Отпустив секретарей, Еропкин встал и предложил мне сесть. Он был высокого роста, тонкий, красивый и породный. Говорили, что он не отличается большим умом, и это, пожалуй, верно, но такт, прирожденное чутье, благородство и знание света так удачно маскировали это, что он производил на многих большое впечатление.
Мы беседовали с ним всего лишь несколько минут; я видел, что он очень занят, и хотел встать, однако он не отпустил меня, пока не показал парадные комнаты тульского губернского Дворянского собрания. Танцевальный зал, приемные, гостиные, зал собраний, столовая, кабинет предводителя – все было убрано роскошно и устроено великолепно.

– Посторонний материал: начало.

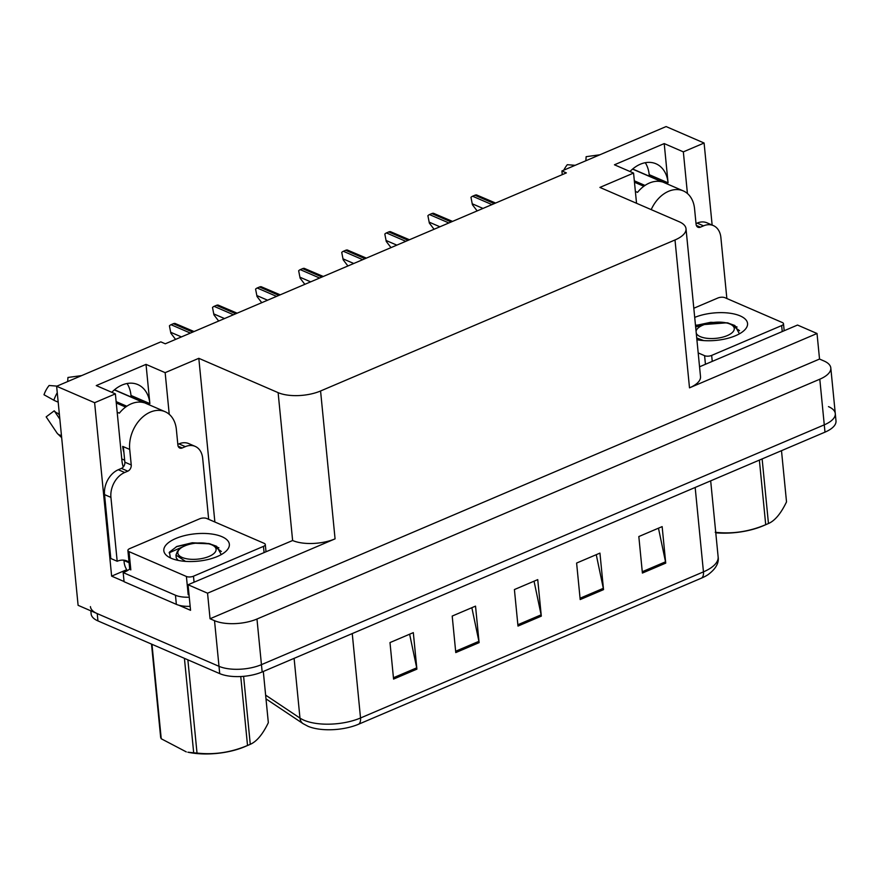 <?xml version="1.0" encoding="UTF-8"?>
<svg xmlns="http://www.w3.org/2000/svg" width="880" height="880" viewBox="0 0 880 880"><rect width="100%" height="100%" fill="white"/><g stroke="black" fill="none" stroke-linecap="round" stroke-linejoin="round"><path stroke-width="1.32" d="M127.083 383.504A32.307 23.441 -66.6 0 1 130.999 395.461L131.153 397.012M111.804 392.315A32.307 23.441 -66.6 0 1 137.819 384.582A32.307 23.441 -66.6 0 1 149.875 403.623L146.025 364.375L165.154 372.658L198.814 358.314L278.124 392.645A30.283 12.65 -5.6 0 0 320.573 390.984L675.004 239.965A30.283 12.65 -5.6 0 0 686.015 228.734A30.283 12.65 -5.6 0 0 679.206 221.749L599.907 187.418L633.567 173.074L636.537 203.269M124.058 581.515L111.628 576.136L126.72 569.701M278.124 392.645L292.622 540.518L188.045 584.749L190.553 610.302L178.783 605.209M675.004 239.965L689.502 387.838L817.025 333.498L797.522 325.05L699.556 366.795M689.502 387.838A30.283 12.65 -5.6 0 0 700.513 376.596L686.015 228.734M292.622 540.518A30.283 12.65 -5.6 0 0 335.071 538.857L207.548 593.197L210.056 618.75L819.533 359.051L823.999 360.987A30.283 12.65 174.4 0 1 830.808 367.972A30.283 12.65 174.4 0 1 819.797 379.203L256.971 619.025A30.283 12.65 174.4 0 1 214.522 620.686L210.056 618.75M188.045 584.749L207.548 593.197M828.476 406.626A30.283 12.65 174.4 0 1 835.285 413.611A30.283 12.65 174.4 0 1 824.274 424.842L261.448 664.653A30.283 12.65 174.4 0 1 218.988 666.314L78.1 605.319L56.628 386.265L94.622 402.71L111.628 576.136M687.423 193.512L683.342 151.866L704.099 143.022L666.105 126.566L561.902 170.962L562.265 174.647M704.099 143.022L712.14 225.06M817.025 333.498L819.533 359.051M645.282 162.712A32.307 23.441 -66.6 0 1 649.187 174.658L649.341 176.209M561.902 170.962L566.368 172.898L165.286 343.794L160.82 341.869L56.628 386.265M198.814 358.314L214.874 522.005M94.622 402.71L115.379 393.866L121.913 460.493A32.307 23.441 113.4 0 0 123.266 467.005M169.235 414.315L165.154 372.658M629.992 171.523A32.307 23.441 113.4 0 1 656.018 163.79A32.307 23.441 113.4 0 1 668.063 182.831L664.213 143.583L614.449 164.791L633.567 173.074M664.213 143.583L683.342 151.866M146.025 364.375L96.261 385.583L115.379 393.866M830.808 367.972L835.285 413.611A30.283 12.65 174.4 0 1 824.274 424.842L261.448 664.653A30.283 12.65 174.4 0 1 218.988 666.314L97.229 613.602A30.283 12.65 174.4 0 1 90.42 606.617M658.46 528.176L665.522 561.814A8.074 4.411 66.9 0 1 665.731 563.123L662.145 526.614L638.825 536.547L642.4 573.056L665.731 563.123M596.255 554.686L603.317 588.324A8.074 4.411 66.9 0 1 603.526 589.622L599.94 553.113L576.609 563.057L580.195 599.566L603.526 589.622M409.629 634.205L416.702 667.843A8.074 4.411 66.9 0 1 416.9 669.141L413.314 632.632L389.994 642.576L393.569 679.085L416.9 669.141M471.845 607.695L478.907 641.333A8.074 4.411 66.9 0 1 479.105 642.642L475.53 606.133L452.199 616.066L455.774 652.575L479.105 642.642M534.05 581.196L541.112 614.834A8.074 4.411 66.9 0 1 541.31 616.132L537.735 579.623L514.404 589.556L517.99 626.076L541.31 616.132M701.613 578.061A10.098 5.522 -113.1 0 0 703.45 571.868A40.381 16.874 -5.6 0 0 718.135 556.886C719.136 562.958 715.803 568.865 708.136 574.596A36.344 15.191 174.4 0 1 701.613 578.061L358.688 724.185A36.344 15.191 174.4 0 1 308.077 726.319A36.344 15.191 174.4 0 1 307.747 726.176M835.285 413.611L836 420.915A30.283 12.65 174.4 0 1 824.989 432.146L262.163 671.957A30.283 12.65 174.4 0 1 219.714 673.618L97.944 620.906A30.283 12.65 174.4 0 1 91.135 613.921L90.827 610.83M477.147 210.914L472.417 204.732L470.976 197.34A5.049 3.663 -66.6 0 1 472.582 196.218L474.914 195.228A5.049 3.663 -66.6 0 1 476.597 194.953L495.605 203.049M472.417 204.732L470.976 197.34M434.071 229.273L429.341 223.08L427.9 215.699A5.049 3.663 -66.6 0 1 429.506 214.577L431.838 213.576A5.049 3.663 -66.6 0 1 433.521 213.301L452.529 221.408M429.341 223.08L427.9 215.699M390.995 247.621L386.254 241.439L384.824 234.058A5.049 3.663 -66.6 0 1 386.419 232.925L388.751 231.935A5.049 3.663 -66.6 0 1 390.445 231.66L409.442 239.756M386.254 241.439L384.824 234.058M347.908 265.98L343.178 259.798L341.737 252.406A5.049 3.663 -66.6 0 1 343.343 251.284L345.675 250.294A5.049 3.663 -66.6 0 1 347.358 250.019L366.366 258.115M343.178 259.798L341.737 252.406M304.832 284.339L300.102 278.146L298.661 270.765A5.049 3.663 -66.6 0 1 300.267 269.643L302.599 268.642A5.049 3.663 -66.6 0 1 304.282 268.367L323.29 276.474M300.102 278.146L298.661 270.765M178.145 446.204L182.226 447.975A5.049 3.663 -66.6 0 1 179.773 448.041A5.049 3.663 -66.6 0 1 177.892 445.06L176.374 429.55A30.283 21.978 113.4 0 0 165.077 411.697A30.283 21.978 113.4 0 0 150.359 412.104A30.283 21.978 113.4 0 0 129.712 449.427L131.241 464.948A5.049 3.663 -66.6 0 1 127.798 471.163L121.418 468.402A5.049 3.663 113.4 0 0 124.861 462.187L131.241 464.948M117.183 412.225L119.35 413.171A30.283 21.978 -66.6 0 1 131.23 403.821A30.283 21.978 -66.6 0 1 143.924 402.699L114.367 389.906M123.882 452.243A30.283 21.978 -66.6 0 1 122.705 446.391L123.343 446.666L124.861 462.187M125.642 407.066L116.281 403.007M116.138 401.61L126.819 406.23M59.851 419.177L54.241 410.817A13.849 10.054 113.4 0 0 58.091 413.402L59.466 415.195M81.675 375.595L67.958 377.465L67.661 381.557M56.98 386.111L49.115 385.495A23.221 16.841 113.4 0 0 44 394.746L53.845 400.213A11.099 0.748 -160.7 0 0 58.179 402.127M54.241 410.817L46.167 416.867L57.079 433.114A11.099 7.139 -38.9 0 0 57.321 433.433A11.099 7.139 -38.9 0 0 61.435 435.358M127.347 570.636A10.098 5.522 66.9 0 1 124.146 562.331L123.97 560.505A20.185 14.652 113.4 0 0 123.585 560.142M104.544 494.615L110.924 497.376L117.183 561.264L110.814 558.503L104.544 494.615A20.185 14.652 -66.6 0 1 118.316 469.733L121.418 468.402M177.826 444.367L178.959 443.883A20.185 14.652 -66.6 0 1 188.771 443.608L195.151 446.369A20.185 14.652 -66.6 0 1 202.675 458.271L208.67 519.321M110.924 497.376A20.185 14.652 -66.6 0 1 124.685 472.494L127.798 471.163M182.226 447.975L185.339 446.644A20.185 14.652 -66.6 0 1 195.151 446.369M117.183 561.264A20.185 14.652 -66.6 0 1 126.995 560.989A20.185 14.652 -66.6 0 1 129.041 562.155M129.723 568.909A20.185 8.437 174.4 0 1 123.178 572.594L124.08 581.724L176.352 604.362A20.185 8.437 -5.6 0 0 190.157 606.309M189.266 597.179A20.185 8.437 174.4 0 1 175.461 595.232L123.178 572.594M123.97 560.505L129.096 562.716M696.333 225.412L700.414 227.172A5.049 3.663 -66.6 0 1 697.961 227.238A5.049 3.663 -66.6 0 1 696.08 224.268L694.562 208.747A30.283 21.978 113.4 0 0 683.265 190.894A30.283 21.978 113.4 0 0 668.547 191.312A30.283 21.978 113.4 0 0 651.211 209.627M635.371 191.433L637.538 192.368A30.283 21.978 -66.6 0 1 649.418 183.029A30.283 21.978 -66.6 0 1 662.112 181.896L632.566 169.103M643.83 186.263L634.469 182.215M634.337 180.818L645.007 185.438M599.863 154.792L586.146 156.673L585.849 160.765M575.168 165.319L567.303 164.703A23.221 16.841 113.4 0 0 563.805 170.159M696.014 223.575L697.147 223.091A20.185 14.652 -66.6 0 1 706.959 222.816L713.339 225.577A20.185 14.652 -66.6 0 1 720.874 237.479L726.858 298.518M700.414 227.172L703.527 225.852A20.185 14.652 -66.6 0 1 713.339 225.577M171.248 558.294A32.912 13.75 174.4 0 1 168.124 556.644A32.912 13.75 174.4 0 1 178.013 537.614A32.912 13.75 174.4 0 1 221.947 536.69A32.912 13.75 174.4 0 1 226.303 550.935A32.912 13.75 174.4 0 1 171.248 558.294M221.243 554.609L216.645 546.293L209.011 543.565L192.225 542.762L176.902 546.447L169.455 552.134L170.368 557.898M264.165 543.345A5.049 2.112 174.4 0 1 265.298 544.511A5.049 2.112 174.4 0 1 263.461 546.381L193.479 576.202A5.049 2.112 174.4 0 1 186.406 576.477L129.03 551.639A5.049 2.112 174.4 0 1 127.897 550.473A5.049 2.112 174.4 0 1 129.734 548.603L199.716 518.782A5.049 2.112 174.4 0 1 206.789 518.507L264.165 543.345M129.03 551.639L130.823 569.888A5.049 2.112 174.4 0 1 129.679 568.733L127.897 550.473M210.188 543.851L192.522 543.092L176.231 546.744M218.911 547.844L214.192 546.194M185.702 545.523L169.114 552.849M694.716 317.394A32.912 13.75 174.4 0 1 740.135 315.887A32.912 13.75 174.4 0 1 744.491 330.143A32.912 13.75 174.4 0 1 696.905 339.713M739.431 333.817L734.833 325.49L727.199 322.773L696.267 325.16M693.814 308.253L717.904 297.99A5.049 2.112 174.4 0 1 724.977 297.704L782.353 322.553A5.049 2.112 174.4 0 1 783.486 323.708A5.049 2.112 174.4 0 1 781.649 325.589L711.667 355.41A5.049 2.112 174.4 0 1 704.594 355.685L698.192 352.913M728.376 323.048L710.71 322.3L695.508 325.523M737.099 327.052L732.38 325.402M703.89 324.731L695.651 326.975M245.058 746.559A47.443 19.822 174.4 0 1 244.937 746.614A47.443 19.822 174.4 0 1 244.816 746.669A47.443 19.822 174.4 0 1 187.858 752.213L193.688 752.807L184.426 658.339M243.606 676.335L250.272 744.315C256.696 741.554 262.724 734.338 268.334 722.678L263.307 671.473M250.272 744.315A54.516 22.781 174.4 0 1 249.051 744.854A54.516 22.781 174.4 0 1 248.919 744.909A54.516 22.781 174.4 0 1 247.522 745.481L240.757 676.533M184.811 545.886A19.228 8.041 174.4 0 1 213.587 545.798A19.228 8.041 174.4 0 1 209.099 556.402A19.228 8.041 174.4 0 1 185.207 558.459A19.228 8.041 174.4 0 1 179.597 549.131A19.228 8.041 174.4 0 1 184.811 545.886M213.587 545.798L221.364 551.496M185.537 561.385L175.967 555.06L177.474 551.221L179.597 549.131M151.976 644.292L161.238 738.76A54.516 22.781 174.4 0 1 160.655 737.33L151.514 644.094M187.869 659.835L197.021 753.071A54.516 22.781 174.4 0 1 193.688 752.807M197.021 753.071C214.214 754.974 231.055 752.444 247.522 745.481M161.238 738.76L186.285 751.883M175.967 555.06L176.253 557.92L178.123 560.395M763.246 525.767A47.443 19.822 174.4 0 1 763.125 525.822A47.443 19.822 174.4 0 1 763.004 525.866A47.443 19.822 174.4 0 1 715.77 532.818M762.135 458.931L768.46 523.523C774.895 520.751 780.912 513.546 786.522 501.886L781.495 450.681M768.46 523.523A54.516 22.781 174.4 0 1 767.239 524.051A54.516 22.781 174.4 0 1 767.107 524.117A54.516 22.781 174.4 0 1 765.71 524.689L759.374 460.097M696.069 331.177A19.228 8.041 174.4 0 1 697.785 328.339A19.228 8.041 174.4 0 1 702.999 325.083A19.228 8.041 174.4 0 1 731.775 325.006A19.228 8.041 174.4 0 1 727.287 335.599A19.228 8.041 174.4 0 1 696.267 333.245M731.775 325.006L739.552 330.704M703.736 340.593L696.729 337.964M715.209 532.268C732.402 534.171 749.243 531.652 765.71 524.689M261.756 302.687L257.026 296.505L255.585 289.124A5.049 3.663 -66.6 0 1 257.191 287.991L259.523 287.001A5.049 3.663 -66.6 0 1 261.206 286.726L280.214 294.833M257.026 296.505L255.585 289.124M218.68 321.046L213.939 314.864L212.509 307.472A5.049 3.663 -66.6 0 1 214.104 306.35L216.436 305.36A5.049 3.663 -66.6 0 1 218.13 305.085L237.127 313.181M213.939 314.864L212.509 307.472M175.593 339.405L170.863 333.212L169.422 325.831A5.049 3.663 -66.6 0 1 171.028 324.709L173.36 323.708A5.049 3.663 -66.6 0 1 175.043 323.444L194.051 331.54M170.863 333.212L169.422 325.831M149.875 403.623L130.999 395.461M214.522 620.686L219.714 673.618M256.971 619.025L262.163 671.957M819.797 379.203L824.989 432.146M320.573 390.984L335.071 538.857M668.063 182.831L649.187 174.658M265.628 695.123L299.97 718.08A40.381 16.874 -5.6 0 0 303.919 720.192A40.381 16.874 -5.6 0 0 360.525 717.981A10.098 5.522 66.9 0 1 358.688 724.185M308.077 726.319L303.127 723.69A10.098 8.173 123.8 0 1 299.97 718.08L294.107 658.35M352.253 633.578L360.525 717.981L703.45 571.868L695.167 487.465M97.944 620.906L97.229 613.602M541.112 614.834L517.858 624.745M478.907 641.333L455.653 651.244M416.702 667.843L393.437 677.754M603.317 588.324L580.063 598.235M665.522 561.814L642.268 571.725M494.285 203.61L474.914 195.228M491.953 204.6L472.582 196.218M482.977 208.428L472.329 203.819M451.209 221.969L431.838 213.576M448.877 222.959L429.506 214.577M439.901 226.787L429.253 222.178M408.133 240.317L388.751 231.935M405.801 241.318L386.419 232.925M396.825 245.135L386.166 240.526M365.057 258.676L345.675 250.294M362.714 259.677L343.343 251.284M353.749 263.494L343.09 258.885M321.97 277.035L302.599 268.642M319.638 278.025L300.267 269.643M310.662 281.853L300.014 277.244M129.712 449.427L123.343 446.666M57.255 392.689A34.529 25.058 113.4 0 0 53.845 400.213M118.316 469.733L124.685 472.494M185.339 446.644L178.959 443.883M175.461 595.232L176.352 604.362M703.527 225.852L697.147 223.091M263.461 546.381L264.055 552.365M186.406 576.477L188.199 594.737M193.479 576.202L194.062 582.175M781.649 325.589L782.243 331.562M704.594 355.685L705.441 364.287M711.667 355.41L712.25 361.383M278.894 295.394L259.523 287.001M276.562 296.384L257.191 287.991M267.586 300.212L256.938 295.592M235.818 313.742L216.436 305.36M233.486 314.743L214.104 306.35M224.51 318.56L213.851 313.951M192.742 332.101L173.36 323.708M190.399 333.091L171.028 324.709M181.434 336.919L170.775 332.31M303.127 723.69L265.991 698.874M718.135 556.886L710.677 480.854M124.663 460.207L121.759 458.942M165.077 411.697L114.499 389.796M57.321 433.433L61.666 437.668M683.265 190.894L632.687 169.004M265.298 544.511L265.991 551.529M783.486 323.708L784.179 330.737M244.937 746.614L249.051 744.854M763.125 525.822L767.239 524.051M697.785 328.339L695.959 330.132"/></g></svg>

Масса старинных вещей, первоклассной мебели, фарфора и люстр, много больших, в рост, царских портретов и портретов бывших губернских предводителей. Попав в эту обстановку, человек, даже чуждый нашим традициям, не мог не почувствовать их красоты. Здесь ощущалась мощь сословия, его прежнее величие, и трудно было представить, что через какие-нибудь пятнадцать лет все это погибнет и канет в Лету.
Еропкин спросил меня, предполагаю ли я войти в состав тульского дворянства, я ответил, что сочту это за особую честь, если получу на то его предварительное согласие. Еропкин просил меня подать заявление, которое тут же и было написано в его кабинете. Ровно через неделю мое заявление было рассмотрено в заседании предводителей под председательством самого Еропкина, и я стал дворянином не только Херсонской и Полтавской губерний, как мой отец, но и дворянином Тульской.
Еропкин был ставленником молодой дворянской партии, т. е. сословие возглавил дворянин-бюрократ. Отошел в предание, по крайней мере для Тульской губернии, предводитель-хлебосол из тех, кто так ярко воспет Терпигоревым, Тургеневым и другими певцами дворянских гнезд.[68] Старики-дворяне недолюбливали Еропкина. Им все хотелось второго Свечина:[69] – балы, концерты, обеды для всей губернии и прочее. Однако времена изменились, и такой предводитель был уже невозможен.
Новое время выдвинуло новых людей – это хорошо поняла молодая дворянская партия и правильно поступила, проведя в губернские предводители Еропкина. Еропкин любил лошадей и имел небольшой завод в Тамбовской губернии. На этой почве мы с ним если не сошлись, то ближе познакомились. Обыкновенно губернский предводитель отдавал визит дворянину в тот же день, редко на другой, молодежи просто посылалась с дежурным визитная карточка. Лишь к особо влиятельным и старым дворянам Еропкин ездил в имение; это исключение было сделано и для меня, так как Еропкину хотелось попутно посмотреть мой завод.
В то время приезд губернского предводителя считался для уезда целым событием. Хозяин дома, куда ехал дворянский предводитель, обязательно приглашал окружных дворян; уездные власти: исправник, становой, урядники и стражники – приходили в движение и наводили по пути следования порядок. Значение губернского предводителя в таких губерниях, как Тульская, где дворянство пользовалось особым влиянием и имело большой вес при дворе и в высших бюрократических сферах Петербурга, было чрезвычайно велико. Предводитель значил больше, чем губернатор (которого я не застал и только оставил свою карточку). Губернатор, и нередко, не поладив с главою дворянства, немедля отзывался в другую губернию или даже уходил в отставку.